I wholeheartedly agree!! These Nutro shills get two hours brainwashing from another person who knows nothing and then call themselves "pet nutrition specialists" and they know absolutely NOTHING about nutrition. Then the Nutro company itself uses half truths and even blatant lies in their advertising.


----------



## cheryl-jake (Jan 15, 2008)

We have only ever fed him holistic eagle pack chicken and rice. it has omega in it but can you get pills for dogs to take as an extra?


----------



## desi.n.nutro (Mar 18, 2011)

ebenjamin85 said:


> Although I respect your opinion and know that their are vast differences of opinions on food, I have to agree to disagree. The third ingredient is corn... a common allergen that is eliminated from most all premium foods.Here's another review on Nutro Ultra Holistic Large Breed Puppy. Dog Food Reviews - Nutro Ultra Holistic Large Breed Puppy - Powered by ReviewPostI'm guessing from your name that you may be affiliated with the brand. I understand that we all have brand loyalty- to the extent of what works with our dogs- and am just offering a second opinion.

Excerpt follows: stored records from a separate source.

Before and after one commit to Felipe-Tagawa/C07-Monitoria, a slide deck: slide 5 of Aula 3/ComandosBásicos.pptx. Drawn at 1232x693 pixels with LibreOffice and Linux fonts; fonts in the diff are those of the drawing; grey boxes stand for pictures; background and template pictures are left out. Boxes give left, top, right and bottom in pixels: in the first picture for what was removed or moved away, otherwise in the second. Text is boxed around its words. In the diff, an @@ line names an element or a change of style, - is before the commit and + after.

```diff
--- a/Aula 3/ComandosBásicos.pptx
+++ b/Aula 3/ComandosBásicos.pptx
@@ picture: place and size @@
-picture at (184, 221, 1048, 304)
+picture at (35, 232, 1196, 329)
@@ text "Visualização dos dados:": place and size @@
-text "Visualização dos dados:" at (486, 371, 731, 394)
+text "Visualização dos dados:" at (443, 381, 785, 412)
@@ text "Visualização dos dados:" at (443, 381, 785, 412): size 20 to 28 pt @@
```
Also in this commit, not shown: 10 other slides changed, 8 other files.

Thanks for the respectful reply. I am happy to see another opinion and yes I am a Trainer and Pet Nutrition Specialist for Nutro. I liked looking through the site (Dog Food Reviews) but the information on NUTRO is out-dated. The ingredient list has changed but Nutro never has corn meal or ground yellow corn. Corn gluten is different. 

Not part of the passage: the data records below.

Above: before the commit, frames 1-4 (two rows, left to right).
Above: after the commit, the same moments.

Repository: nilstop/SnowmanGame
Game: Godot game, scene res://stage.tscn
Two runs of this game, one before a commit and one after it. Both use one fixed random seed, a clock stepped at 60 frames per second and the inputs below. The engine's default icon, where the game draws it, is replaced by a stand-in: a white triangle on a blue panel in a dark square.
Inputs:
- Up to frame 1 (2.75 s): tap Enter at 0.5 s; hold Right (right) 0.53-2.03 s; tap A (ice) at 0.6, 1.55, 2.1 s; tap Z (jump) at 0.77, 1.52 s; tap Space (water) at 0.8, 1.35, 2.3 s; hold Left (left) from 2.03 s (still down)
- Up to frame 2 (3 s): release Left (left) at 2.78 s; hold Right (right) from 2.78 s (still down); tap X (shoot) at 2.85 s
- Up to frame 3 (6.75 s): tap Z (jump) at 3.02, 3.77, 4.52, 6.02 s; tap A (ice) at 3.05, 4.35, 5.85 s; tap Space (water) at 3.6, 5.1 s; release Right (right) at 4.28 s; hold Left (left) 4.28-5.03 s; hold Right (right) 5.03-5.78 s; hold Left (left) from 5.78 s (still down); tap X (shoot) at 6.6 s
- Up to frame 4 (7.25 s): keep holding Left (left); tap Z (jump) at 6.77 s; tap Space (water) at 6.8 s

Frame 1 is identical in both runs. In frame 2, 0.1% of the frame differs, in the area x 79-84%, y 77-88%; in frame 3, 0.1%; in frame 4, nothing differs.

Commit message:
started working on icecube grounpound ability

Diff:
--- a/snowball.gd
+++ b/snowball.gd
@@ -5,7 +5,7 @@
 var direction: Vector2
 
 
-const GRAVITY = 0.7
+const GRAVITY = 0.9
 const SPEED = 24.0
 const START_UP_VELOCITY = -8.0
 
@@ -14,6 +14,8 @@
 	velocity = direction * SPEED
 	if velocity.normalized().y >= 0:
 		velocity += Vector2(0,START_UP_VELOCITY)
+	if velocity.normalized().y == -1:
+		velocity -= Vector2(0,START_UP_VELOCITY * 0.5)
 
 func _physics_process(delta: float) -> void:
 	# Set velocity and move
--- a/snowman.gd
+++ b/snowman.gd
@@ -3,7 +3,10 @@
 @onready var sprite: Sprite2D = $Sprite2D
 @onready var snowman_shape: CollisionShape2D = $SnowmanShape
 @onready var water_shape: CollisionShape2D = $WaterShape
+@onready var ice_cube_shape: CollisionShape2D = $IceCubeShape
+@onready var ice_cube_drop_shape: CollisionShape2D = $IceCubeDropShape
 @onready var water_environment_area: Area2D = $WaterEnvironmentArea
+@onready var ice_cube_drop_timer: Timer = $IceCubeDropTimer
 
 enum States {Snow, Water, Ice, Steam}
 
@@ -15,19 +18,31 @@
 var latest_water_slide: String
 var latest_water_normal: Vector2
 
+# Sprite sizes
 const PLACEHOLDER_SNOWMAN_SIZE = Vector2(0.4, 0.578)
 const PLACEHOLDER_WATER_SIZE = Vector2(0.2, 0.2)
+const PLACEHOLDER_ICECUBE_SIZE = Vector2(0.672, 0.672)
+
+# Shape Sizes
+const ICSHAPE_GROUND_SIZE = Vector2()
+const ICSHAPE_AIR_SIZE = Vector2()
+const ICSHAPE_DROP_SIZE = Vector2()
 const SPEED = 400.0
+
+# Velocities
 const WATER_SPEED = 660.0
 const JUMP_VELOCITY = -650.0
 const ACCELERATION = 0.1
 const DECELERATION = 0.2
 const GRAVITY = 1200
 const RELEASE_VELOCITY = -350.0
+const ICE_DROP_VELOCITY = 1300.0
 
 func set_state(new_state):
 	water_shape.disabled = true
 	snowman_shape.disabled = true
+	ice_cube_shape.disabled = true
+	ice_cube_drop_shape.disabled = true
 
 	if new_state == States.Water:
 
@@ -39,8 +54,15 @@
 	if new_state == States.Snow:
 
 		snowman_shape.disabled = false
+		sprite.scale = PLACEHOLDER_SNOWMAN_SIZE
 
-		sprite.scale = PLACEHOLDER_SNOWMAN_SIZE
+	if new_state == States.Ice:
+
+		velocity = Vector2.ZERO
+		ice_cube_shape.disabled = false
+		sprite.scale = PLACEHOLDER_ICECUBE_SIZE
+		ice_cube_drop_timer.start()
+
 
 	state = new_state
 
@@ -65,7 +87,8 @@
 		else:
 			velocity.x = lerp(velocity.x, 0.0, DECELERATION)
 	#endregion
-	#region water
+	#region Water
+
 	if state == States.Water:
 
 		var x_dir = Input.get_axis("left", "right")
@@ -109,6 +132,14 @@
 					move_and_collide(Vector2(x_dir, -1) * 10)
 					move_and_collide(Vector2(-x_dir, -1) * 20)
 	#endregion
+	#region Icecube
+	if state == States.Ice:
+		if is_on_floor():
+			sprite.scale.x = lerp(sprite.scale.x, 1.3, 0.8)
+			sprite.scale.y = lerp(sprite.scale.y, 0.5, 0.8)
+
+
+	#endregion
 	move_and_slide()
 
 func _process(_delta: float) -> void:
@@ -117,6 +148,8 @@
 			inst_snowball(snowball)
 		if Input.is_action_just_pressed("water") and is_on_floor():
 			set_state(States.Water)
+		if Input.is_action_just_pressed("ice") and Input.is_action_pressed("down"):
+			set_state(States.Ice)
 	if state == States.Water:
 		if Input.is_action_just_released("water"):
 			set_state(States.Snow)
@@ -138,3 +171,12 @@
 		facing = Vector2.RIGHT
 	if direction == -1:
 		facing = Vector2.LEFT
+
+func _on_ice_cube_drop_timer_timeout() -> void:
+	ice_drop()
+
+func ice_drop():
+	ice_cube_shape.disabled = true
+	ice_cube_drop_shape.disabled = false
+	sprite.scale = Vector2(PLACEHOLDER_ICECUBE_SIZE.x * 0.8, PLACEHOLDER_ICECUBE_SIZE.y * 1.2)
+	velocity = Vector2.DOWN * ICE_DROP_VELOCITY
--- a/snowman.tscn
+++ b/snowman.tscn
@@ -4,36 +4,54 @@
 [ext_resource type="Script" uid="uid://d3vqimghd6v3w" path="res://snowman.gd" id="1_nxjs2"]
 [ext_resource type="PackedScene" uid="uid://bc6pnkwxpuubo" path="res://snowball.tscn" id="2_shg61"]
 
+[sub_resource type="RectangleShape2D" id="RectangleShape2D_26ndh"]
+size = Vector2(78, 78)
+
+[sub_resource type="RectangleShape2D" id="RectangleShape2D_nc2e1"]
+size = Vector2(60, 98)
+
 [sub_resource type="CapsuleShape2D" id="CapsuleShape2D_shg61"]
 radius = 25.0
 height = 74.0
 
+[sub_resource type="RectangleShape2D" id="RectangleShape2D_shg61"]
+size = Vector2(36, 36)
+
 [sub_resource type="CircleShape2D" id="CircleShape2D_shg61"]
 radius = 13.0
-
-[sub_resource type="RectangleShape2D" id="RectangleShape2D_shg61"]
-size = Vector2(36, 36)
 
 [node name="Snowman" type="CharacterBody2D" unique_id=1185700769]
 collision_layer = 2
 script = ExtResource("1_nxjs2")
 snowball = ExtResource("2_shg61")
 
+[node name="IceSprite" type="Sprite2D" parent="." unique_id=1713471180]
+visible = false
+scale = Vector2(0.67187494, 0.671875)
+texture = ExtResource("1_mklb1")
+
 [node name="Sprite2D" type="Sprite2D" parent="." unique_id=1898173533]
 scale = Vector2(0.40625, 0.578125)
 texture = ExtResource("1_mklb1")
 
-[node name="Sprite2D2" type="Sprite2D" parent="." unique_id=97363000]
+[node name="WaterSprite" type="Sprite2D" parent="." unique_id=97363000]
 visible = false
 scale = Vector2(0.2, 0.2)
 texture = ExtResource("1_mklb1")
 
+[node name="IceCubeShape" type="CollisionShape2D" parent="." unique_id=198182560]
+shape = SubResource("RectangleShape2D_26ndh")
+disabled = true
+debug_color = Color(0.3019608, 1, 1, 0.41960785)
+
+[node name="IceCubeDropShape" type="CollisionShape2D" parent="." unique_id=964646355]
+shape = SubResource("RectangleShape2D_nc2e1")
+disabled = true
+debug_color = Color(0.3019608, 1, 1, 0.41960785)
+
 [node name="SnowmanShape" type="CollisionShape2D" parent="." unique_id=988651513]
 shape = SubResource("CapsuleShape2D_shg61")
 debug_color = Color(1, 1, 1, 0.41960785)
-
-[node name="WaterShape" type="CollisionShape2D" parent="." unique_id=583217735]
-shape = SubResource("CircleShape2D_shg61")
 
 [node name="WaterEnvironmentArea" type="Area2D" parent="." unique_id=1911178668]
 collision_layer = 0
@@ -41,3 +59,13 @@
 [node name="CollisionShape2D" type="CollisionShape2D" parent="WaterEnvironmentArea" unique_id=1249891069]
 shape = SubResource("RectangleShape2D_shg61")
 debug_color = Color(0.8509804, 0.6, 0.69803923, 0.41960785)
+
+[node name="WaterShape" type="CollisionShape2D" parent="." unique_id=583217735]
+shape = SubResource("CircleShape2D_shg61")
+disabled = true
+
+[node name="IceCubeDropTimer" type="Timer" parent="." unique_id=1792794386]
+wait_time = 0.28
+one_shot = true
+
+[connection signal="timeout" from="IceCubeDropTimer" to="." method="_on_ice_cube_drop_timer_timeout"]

Did you agree with the benefit of Omega's however? Food or supplement? I have found both to help the dogs from the effects of the dry Colorado air. I gave my dogs a pool once and had to work on "fixing" their coats for a year and an Omega supplement helped them a lot.


----------



## desi.n.nutro (Mar 18, 2011)

cheryl-jake said:


> We have only ever fed him holistic eagle pack chicken and rice. it has omega in it but can you get pills for dogs to take as an extra?


That is a good food. It has fish oil, flaxseed, eggs, zinc. All good for the coat. The supplement we used was called Zoom Dog - Itchy Dog. We got it at a show so check to see if they sell it online. We loved it because it made them so soft and fluffy and less itchy. I would truely cover ingredients, of the food or supplement, with your Vet and get a Vet blessing that it isn't something more.


----------



## maquignon (Dec 23, 2009)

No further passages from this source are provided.